The album was eventually described by concert critic Jem Aswad in Variety as the kind of show where “you recognise when a new-ish artist’s career is about to blast off,” drawing comparisons to Lorde in 2013 and Billie Eilish in 2019. The slow burn was building toward something.
“Good Luck, Babe!” and the Moment the Algorithm Finally Agreed
On April 5, 2024, Chappell Roan released “Good Luck, Babe!” as a standalone single. It debuted at No. 77 on the Billboard Hot 100 with 6.6 million streams in its first week. That was her first-ever Hot 100 entry. Seven years after her first EP.
The song is a maximalist 1980s-influenced power ballad built around synth-pop, new wave, and baroque pop. Its subject matter is equally powerful: a story about a woman who cannot commit to her own queerness and the emotional cost of watching that happen. It is not subtle. That was the point.

Critics placed the song at No. 1 on their best-of-2024 lists across NME, The Guardian, and Rolling Stone.

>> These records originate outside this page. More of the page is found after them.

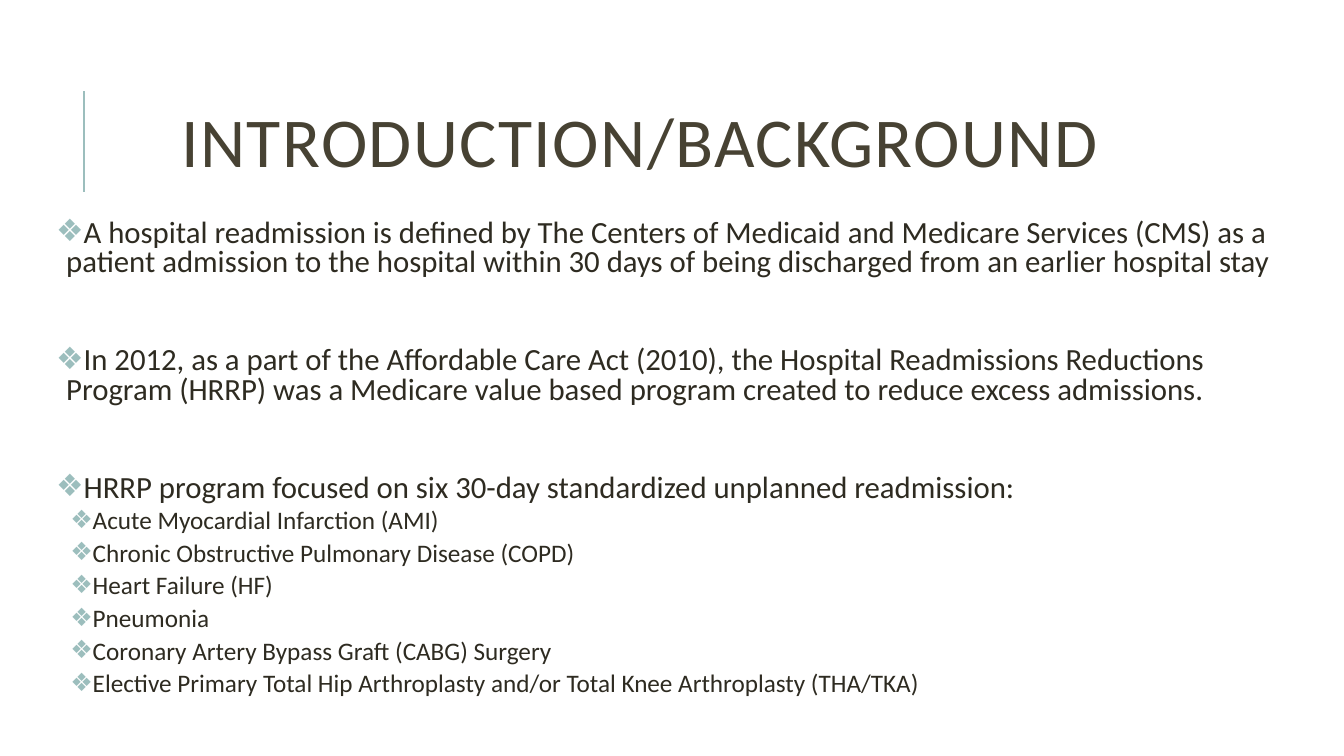
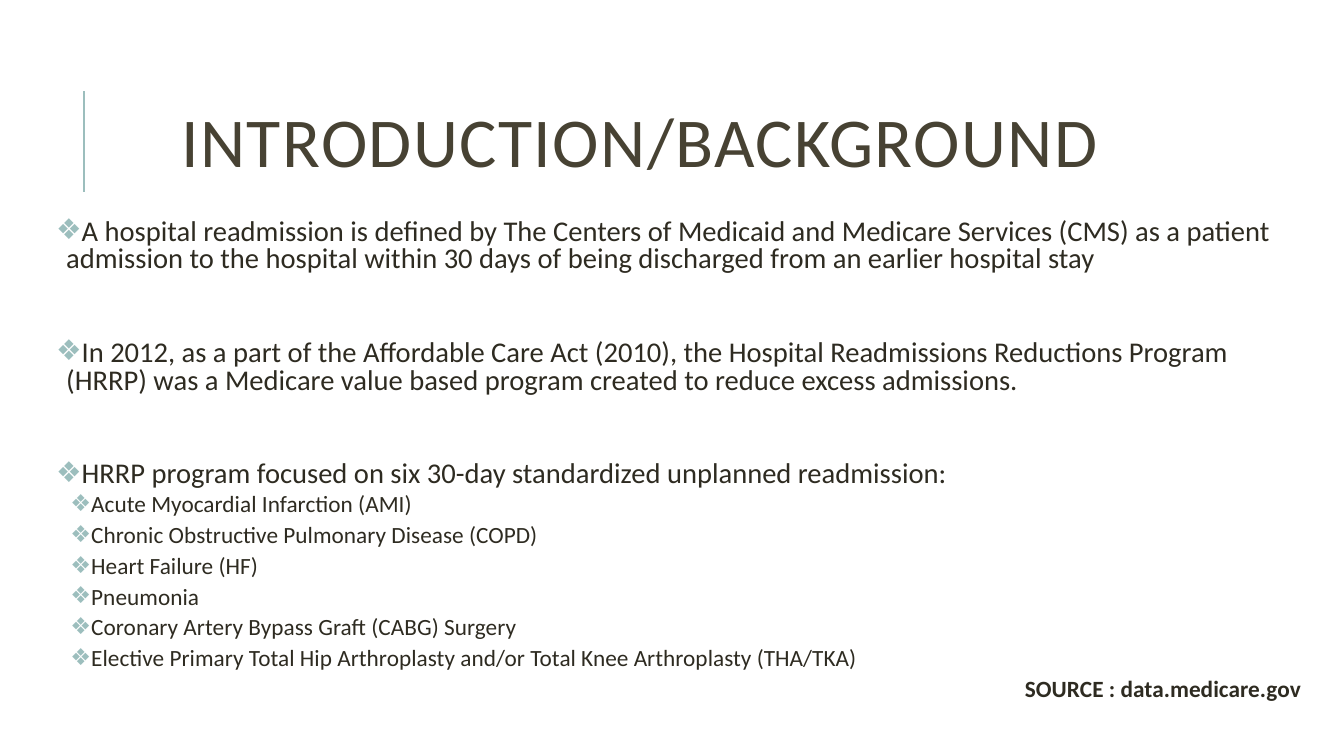
Before and after one commit to ckinzer05/healthcare-Readmission-nss-capstone-2019, a slide deck: slide 2 of Healthcare Medicare Quality Analysis.pptx. Drawn at 1344x756 pixels with LibreOffice and Linux fonts; fonts in the diff are those of the drawing. Boxes give left, top, right and bottom in pixels: in the first picture for what was removed or moved away, otherwise in the second. Text is boxed around its words. In the diff, an @@ line names an element or a change of style, - is before the commit and + after.

```diff
--- a/Healthcare Medicare Quality Analysis.pptx
+++ b/Healthcare Medicare Quality Analysis.pptx
@@ text at [66, 220, 1270, 670]: size 22 to 20.4 pt in "A hospital readmission is defined by The ...", "In 2012, as a part of the ...", "HRRP program focused on six 30-day standardized ..."; size 18 to 16.6 pt in "Acute Myocardial Infarction (AMI)", "Chronic Obstructive Pulmonary Disease (COPD)", "Heart Failure (HF)", "Pneumonia" and 2 more places @@
@@ text at [1025, 680, 1301, 701]: paragraph added @@
+  SOURCE : data.medicare.gov
```
Also in this commit, not shown: 4 other slides changed, 1 slide added, 5 slides removed, 2 other files.
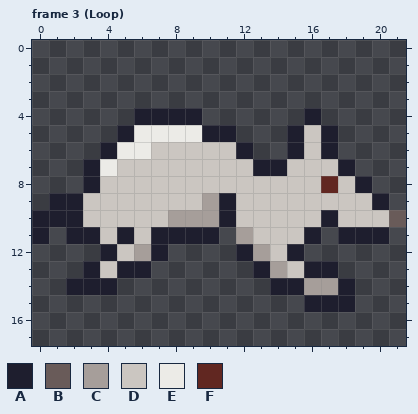
Edited in one commit: pixel-art file (assets/rat/run/rat.aseprite). That is the earlier state.
22x18 pixels, 5 frames. Shown: frame 3 (Loop). The commit also changed other frames, which this record leaves out.
Palette (. is transparent): A #1e1e2e  B #695b59  C #a69e9a  D #cbc6c1  E #ecebe7  F #612721
Pixels before, frame 3 (Loop), first column x 0:
 4 ......AAAA......A.....
 5 .....AEEEEAA...ADA....
 6 ....AEEDDDDDA..ADA....
 7 ...AEDDDDDDDDAADDDA...
 8 ...ADDDDDDDDDDDDDFDA..
 9 .AADDDDDDDCADDDDDDDDA.
10 AAADDDDDCCCADDDDDADDDB
11 A.AADADAAAA.CDDDA.AAA.
12 ....ADCA....ACDA......
13 ...ADAA......ACDAA....
14 ..AAA.........AACCA...
15 ................AAA...
Now the later version:
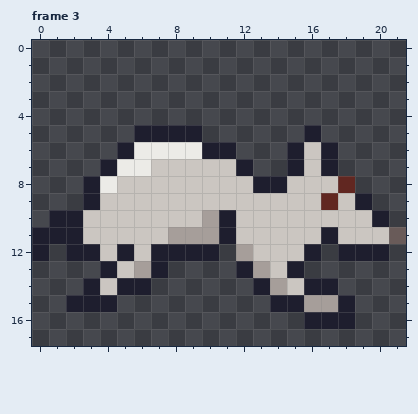
Message: mvp animation of rat v1.0 complete
The edit:
Changed rows in their new state; - is an unchanged pixel.
Frame 3:
first column x 0:
 4 ------....------.-----
 5 -----.AAAA..---.A.----
 6 ----.A-EEEAA.---------
 7 ---.AEE-----A..A-A.---
 8 ----E--------AA--DF.--
 9 -..A------DD-----F-A.-
10 .-------DD-------D--A.
11 -A-D-D-DCCCAD---DADDDB
12 A-AADAD-AAA-CD-DA-AAA-
13 ---.ADCA----ACDA..----
14 --.-DAA------ACDAA.---
15 --AAA---------AACC----
16 ----------------AAA---

By September 2024, it had climbed to No. 4 on the Hot 100. It hit No. 1 in Ireland, reached No. 2 in the United Kingdom, and on November 29, 2024, became Roan’s first song to reach one billion streams on Spotify.
Her Coachella performance in April 2024 accelerated everything. Videos from the set spread across the internet almost instantly. She arrived onstage in an ’80s-inspired outfit with crimped hair, leopard tights, and a tank top reading “Eat Me.” She brought the crowd to a standstill. Then she told the audience, “I’m your favourite artist’s favourite artist,” borrowing the energy from drag icon Sasha Colby and making it entirely her own.

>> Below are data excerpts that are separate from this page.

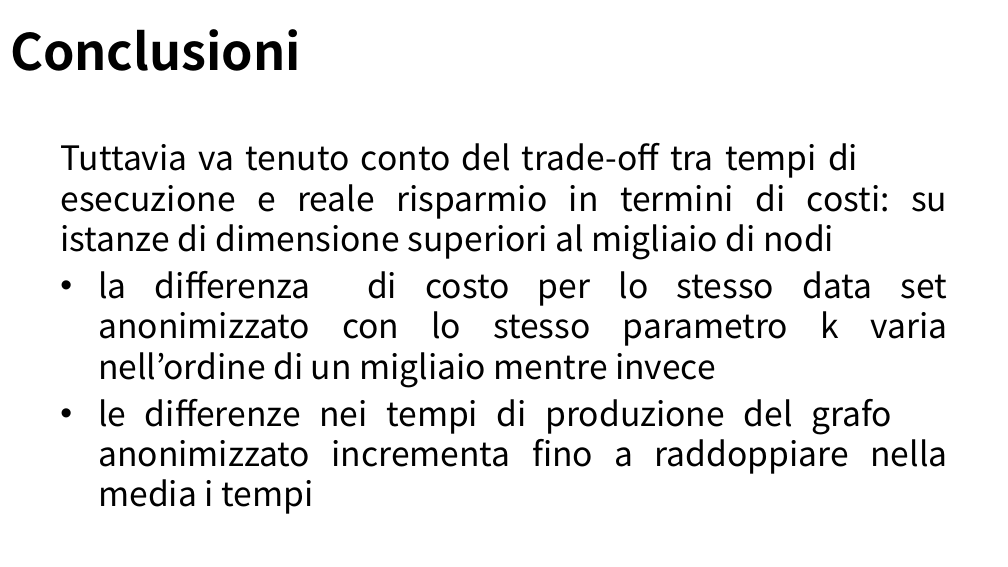
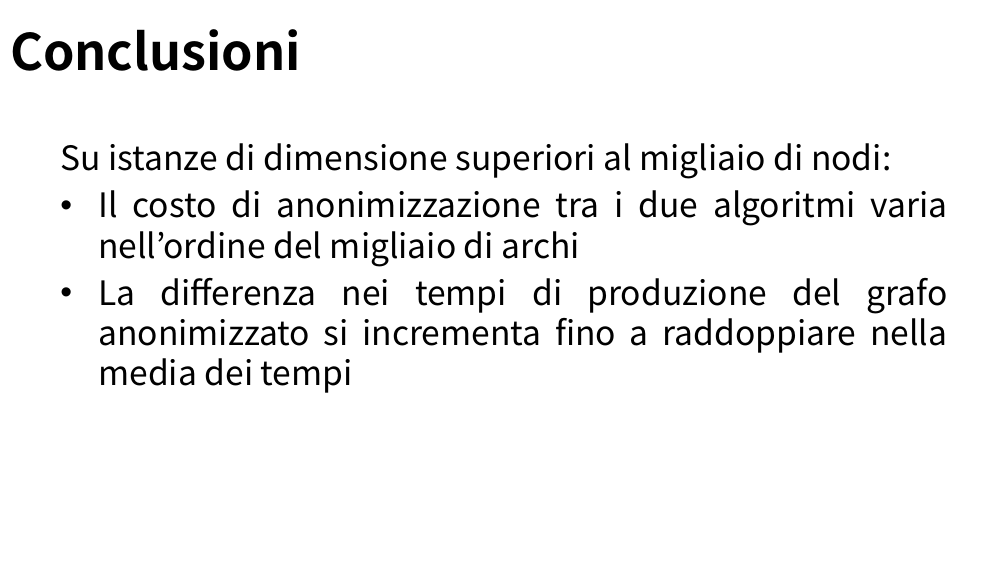
Before and after one commit to Navypowder/DP-P-project, a slide deck: slide 25 of Presentation/Towards_Identity_Anonymization_on_graph(K-degree anonymization).pptx (slide 23 before the commit). Drawn at 1008x567 pixels with LibreOffice and Linux fonts; fonts in the diff are those of the drawing; background and template pictures are left out. Boxes give left, top, right and bottom in pixels: in the first picture for what was removed or moved away, otherwise in the second. Text is boxed around its words. In the diff, an @@ line names an element or a change of style, - is before the commit and + after.

```diff
--- a/Presentation/Towards_Identity_Anonymization_on_graph(K-degree anonymization).pptx
+++ b/Presentation/Towards_Identity_Anonymization_on_graph(K-degree anonymization).pptx
@@ text at [60, 143, 948, 393]: text changed @@
-Tuttavia va tenuto conto del trade-off tra tempi di esecuzione e reale risparmio in termini di costi: su istanze di dimensione superiori al migliaio di nodi
-• la differenza di costo per lo stesso data set anonimizzato con lo stesso parametro k varia nell’ordine di un migliaio mentre invece
-• le differenze nei tempi di produzione del grafo anonimizzato incrementa fino a raddoppiare nella media i tempi
+Su istanze di dimensione superiori al migliaio di nodi:
+• Il costo di anonimizzazione tra i due algoritmi varia nell’ordine del migliaio di archi
+• La differenza nei tempi di produzione del grafo anonimizzato si incrementa fino a raddoppiare nella media dei tempi
```
Also in this commit, not shown: 8 other slides changed, 5 slides added.

From Club Shows to Sold-Out Stadiums in Eight Months
The festival run that followed was historic by any measure. At Governors Ball in June 2024, she performed in full Statue of Liberty drag, covering herself in green body paint. At Lollapalooza in August 2024, organisers reported a crowd of as many as 110,000 people for her set, potentially the largest in the festival’s history.

Billboard named her Top New Artist of 2024. She finished the year at No. 11 on Billboard’s overall Top Artists chart and No. 5 on Top Artists Female. She had logged seven entries on the Hot 100, including her first top-ten hit. She hosted Saturday Night Live in November 2024.

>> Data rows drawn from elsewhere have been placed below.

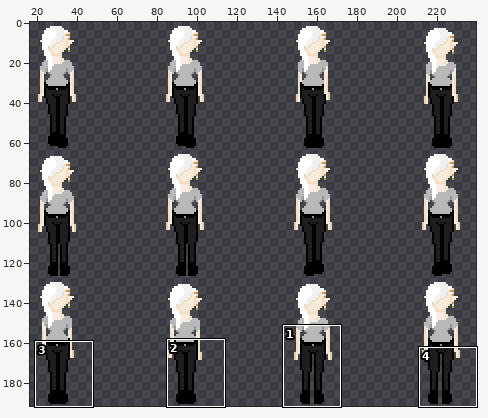
Edited in one commit: sprite sheet (res/characters/draav_F/walk/DraF_walk_down.png). The first picture is a wide view before the edit; the outline marks the close-up.
Close-up. First the earlier version:
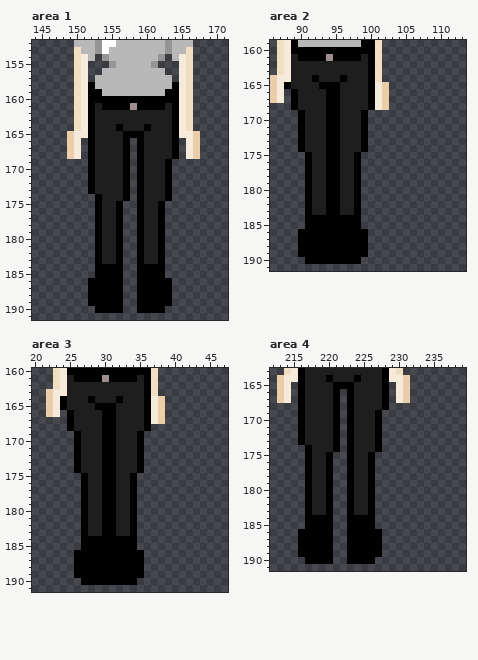
The file is 256x192 pixels. Colours within 5 levels of each other are drawn and written as one. Shown: area 1: x 144..171, y 152..191; area 2: x 86..113, y 159..191; area 3: x 20..47, y 160..191; area 4: x 212..239, y 163..191. The wide view leaves out empty margins. The commit also changed other parts of the picture, which this record leaves out.
Once edited:
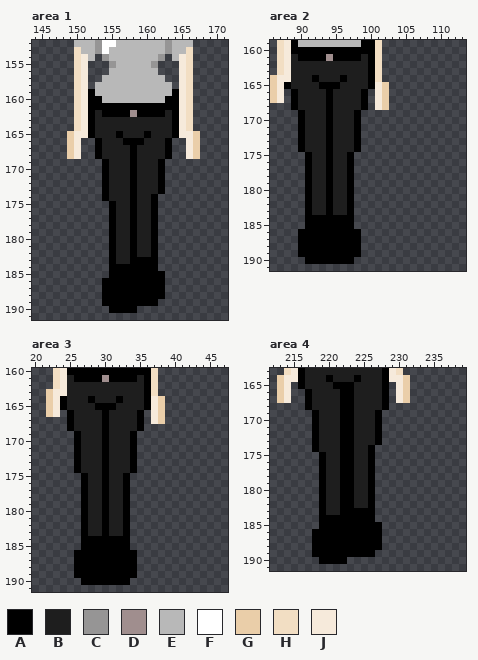
Palette (. is transparent): A #000000  B #1e1e1e  C #969595  D #a08e8e  E #b8b8b8  F #ffffff  G #eacea9  H #f2dec3  J #f6eadb
Difference:
--- area 1
@@ x 150..166 @@
 155 HJ...CEEEEEC...JH
-156 HJ..EEEEEEEEE..JH
-157 HJ.EEEEEEEEEEE.JH
-158 HJAEEEEEEEEEEEAJH
-159 HJAAEEEEEEEEEAAJH
-160 HJAAAAAAAAAAAAAJH
-161 HJABAAAADAAAABAJH
-162 HJABBBBBBBBBBBAJH
+156 HJ...EEEEEEE...JH
+157 HJ..EEEEEEEEE..JH
+158 HJ.EEEEEEEEEEE.JH
+159 HJAEEEEEEEEEEEAJH
+160 HJAAEEEEEEEEEAAJH
+161 HJAAAAAAAAAAAAAJH
+162 HJABAAAADAAAABAJH
 163 HJABBBBBBBBBBBAJH
-164 HJABBBABBBABBBAJH
-165 JJABBBBAAABBBBAJJ
-166 J.ABBBBA.ABBBBA.J
-167 J.ABBBBA.ABBBBA.J
-168 J.ABBBBA.ABBBBA.J
-169 ..ABBBBA.ABBBA...
-170 ..ABBBBA.ABBBA...
-171 ..ABBBBA.ABBBA...
-172 ..ABBBBA.ABBBA...
-173 ..ABBBBA.ABBBA...
-174 ...ABBBA.ABBBA...
-175 ...ABBA..ABBA....
-176 ...ABBA..ABBA....
-177 ...ABBA..ABBA....
-178 ...ABBA..ABBA....
-179 ...ABBA..ABBA....
-180 ...ABBA..ABBA....
-181 ...ABBA..ABBA....
-182 ...ABBA..ABBA....
-183 ...ABBA..ABBA....
-184 ...AAAA..AAAA....
-185 ...AAAA..AAAA....
-186 ..AAAAA..AAAAA...
-187 ..AAAAA..AAAAA...
-188 ..AAAAA..AAAAA...
-189 ..AAAAA..AAAAA...
-190 ...AAAA..AAAA....
+164 HJABBBBBBBBBBBAJH
+165 JJABBBABBBABBBAJJ
+166 J..ABBBAAABBBA..J
+167 J..ABBBBABBBBA..J
+168 J..ABBBBABBBBA..J
+169 ....ABBBABBBA....
+170 ....ABBBABBBA....
+171 ....ABBBABBBA....
+172 ....ABBBABBBA....
+173 ....ABBBABBBA....
+174 ....ABBBABBA.....
+175 .....ABBABBA.....
+176 .....ABBABBA.....
+177 .....ABBABBA.....
+178 .....ABBABBA.....
+179 .....ABBABBA.....
+180 .....ABBABBA.....
+181 .....ABBABBA.....
+182 .....ABBABBA.....
+183 .....ABBAAAA.....
+184 .....AAAAAAA.....
+185 .....AAAAAAAA....
+186 ....AAAAAAAAA....
+187 ....AAAAAAAAA....
+188 ....AAAAAAAAA....
+189 ....AAAAAAAA.....
+190 .....AAAA........
 191 .................
--- area 2
@@ x 93..102 @@
 165 AAABBBBAJG
-166 BAABBBBAJG
-167 BAABBBBAJG
-168 BAABBBBAJG
-169 BAABBBA...
-170 BAABBBA...
-171 BAABBBA...
-172 BAABBBA...
-173 BAABBBA...
-174 BAABBBA...
-175 BAABBA....
-176 BAABBA....
-177 BAABBA....
-178 BAABBA....
-179 BAABBA....
-180 BAABBA....
-181 BAABBA....
-182 BAABBA....
-183 BAABBA....
-184 AAAAAA....
-185 AAAAAA....
-186 AAAAAAA...
-187 AAAAAAA...
-188 AAAAAAA...
-189 AAAAAAA...
-190 AAAAAA....
+166 BABBBBA.JG
+167 BABBBBA.JG
+168 BABBBBA.JG
+169 BABBBA....
+170 BABBBA....
+171 BABBBA....
+172 BABBBA....
+173 BABBBA....
+174 BABBBA....
+175 BABBA.....
+176 BABBA.....
+177 BABBA.....
+178 BABBA.....
+179 BABBA.....
+180 BABBA.....
+181 BABBA.....
+182 BABBA.....
+183 BABBA.....
+184 AAAAA.....
+185 AAAAA.....
+186 AAAAAA....
+187 AAAAAA....
+188 AAAAAA....
+189 AAAAAA....
+190 AAAAA.....
 191 ..........
--- area 3
@@ x 29..38 @@
 165 AAABBBBAJG
-166 BAABBBBAJG
-167 BAABBBBAJG
-168 BAABBBBA..
-169 BAABBBA...
-170 BAABBBA...
-171 BAABBBA...
-172 BAABBBA...
-173 BAABBBA...
-174 BAABBBA...
-175 BAABBA....
-176 BAABBA....
-177 BAABBA....
-178 BAABBA....
-179 BAABBA....
-180 BAABBA....
-181 BAABBA....
-182 BAABBA....
-183 BAABBA....
-184 AAAAAA....
-185 AAAAAA....
-186 AAAAAAA...
-187 AAAAAAA...
-188 AAAAAAA...
-189 AAAAAAA...
-190 AAAAAA....
+166 BABBBBA.JG
+167 BABBBBA.JG
+168 BABBBBA...
+169 BABBBA....
+170 BABBBA....
+171 BABBBA....
+172 BABBBA....
+173 BABBBA....
+174 BABBBA....
+175 BABBA.....
+176 BABBA.....
+177 BABBA.....
+178 BABBA.....
+179 BABBA.....
+180 BABBA.....
+181 BABBA.....
+182 BABBA.....
+183 BABBA.....
+184 AAAAA.....
+185 AAAAA.....
+186 AAAAAA....
+187 AAAAAA....
+188 AAAAAA....
+189 AAAAAA....
+190 AAAAA.....
 191 ..........
--- area 4
@@ x 214..229 @@
 165 J.ABBBBAAABBBBA.
-166 J.ABBBBA.ABBBBA.
-167 J.ABBBBA.ABBBBA.
-168 ..ABBBBA.ABBBBA.
-169 ..ABBBBA.ABBBA..
-170 ..ABBBBA.ABBBA..
-171 ..ABBBBA.ABBBA..
-172 ..ABBBBA.ABBBA..
-173 ..ABBBBA.ABBBA..
-174 ...ABBBA.ABBBA..
-175 ...ABBA..ABBA...
-176 ...ABBA..ABBA...
-177 ...ABBA..ABBA...
-178 ...ABBA..ABBA...
-179 ...ABBA..ABBA...
-180 ...ABBA..ABBA...
-181 ...ABBA..ABBA...
-182 ...ABBA..ABBA...
-183 ...ABBA..ABBA...
-184 ...AAAA..AAAA...
-185 ...AAAA..AAAA...
-186 ..AAAAA..AAAAA..
-187 ..AAAAA..AAAAA..
-188 ..AAAAA..AAAAA..
-189 ..AAAAA..AAAAA..
-190 ...AAAA..AAAA...
+166 J..ABBBBAABBBBA.
+167 J..ABBBBAABBBBA.
+168 ...ABBBBAABBBBA.
+169 ....ABBBAABBBA..
+170 ....ABBBAABBBA..
+171 ....ABBBAABBBA..
+172 ....ABBBAABBBA..
+173 ....ABBBAABBBA..
+174 ....ABBBAABBA...
+175 .....ABBAABBA...
+176 .....ABBAABBA...
+177 .....ABBAABBA...
+178 .....ABBAABBA...
+179 .....ABBAABBA...
+180 .....ABBAABBA...
+181 .....ABBAABBA...
+182 .....ABBAABBA...
+183 .....ABBAAAAA...
+184 .....AAAAAAAA...
+185 .....AAAAAAAAA..
+186 ....AAAAAAAAAA..
+187 ....AAAAAAAAAA..
+188 ....AAAAAAAAAA..
+189 ....AAAAAAAAA...
+190 .....AAAA.......
 191 ................
Boxes around the changes in both close-ups, in picture pixels (x1, y1, x2, y2):
changed: (88, 68, 179, 313)
changed: (333, 89, 375, 264)
changed: (109, 410, 151, 585)
changed: (298, 389, 382, 564)

It was not a slow burn anymore. It was a wildfire.
The Grammy That Validated Everything She Sacrificed
On February 2, 2025, at the 67th Annual Grammy Awards at Crypto.com Arena in Los Angeles, Chappell Roan won Best New Artist. She performed “Pink Pony Club” onstage before the award, flanked by rodeo clowns and wearing bedazzled cowboy boots. The crowd sang along to the song Atlantic Records hadn’t wanted to release five years earlier.
Then she brought a notebook to the podium.
She had prepared what she wanted to say in the event she ever reached this moment. She told the room that she had signed as a minor, that when she was dropped, she had zero job experience, and that during the pandemic, she could not afford health insurance. She called on labels to offer developing artists a livable wage and healthcare coverage. She asked the audience of music’s most powerful people directly: “Labels, we got you, but do you got us?”
The speech sparked a national conversation. Industry executives pushed back on the technicalities. Advocates said she had shone a light on a broken system. The Recording Academy’s own affiliated union, SAG-AFTRA, said it hoped the speech would help raise awareness of existing resources. Whether or not every demand was immediately actionable, nobody in that arena could say the problem wasn’t real.
The win was not just symbolic. It confirmed what two years of slow-burning data had already suggested: this was not a moment. This was a career.
She had spent a decade writing songs from Willard, Missouri, to a donut shop counter to a sold-out Coachella stage to a Grammy podium. She did it on her own terms, with glitter on her face and a notebook in her hand.
And the music industry, for once, had to listen.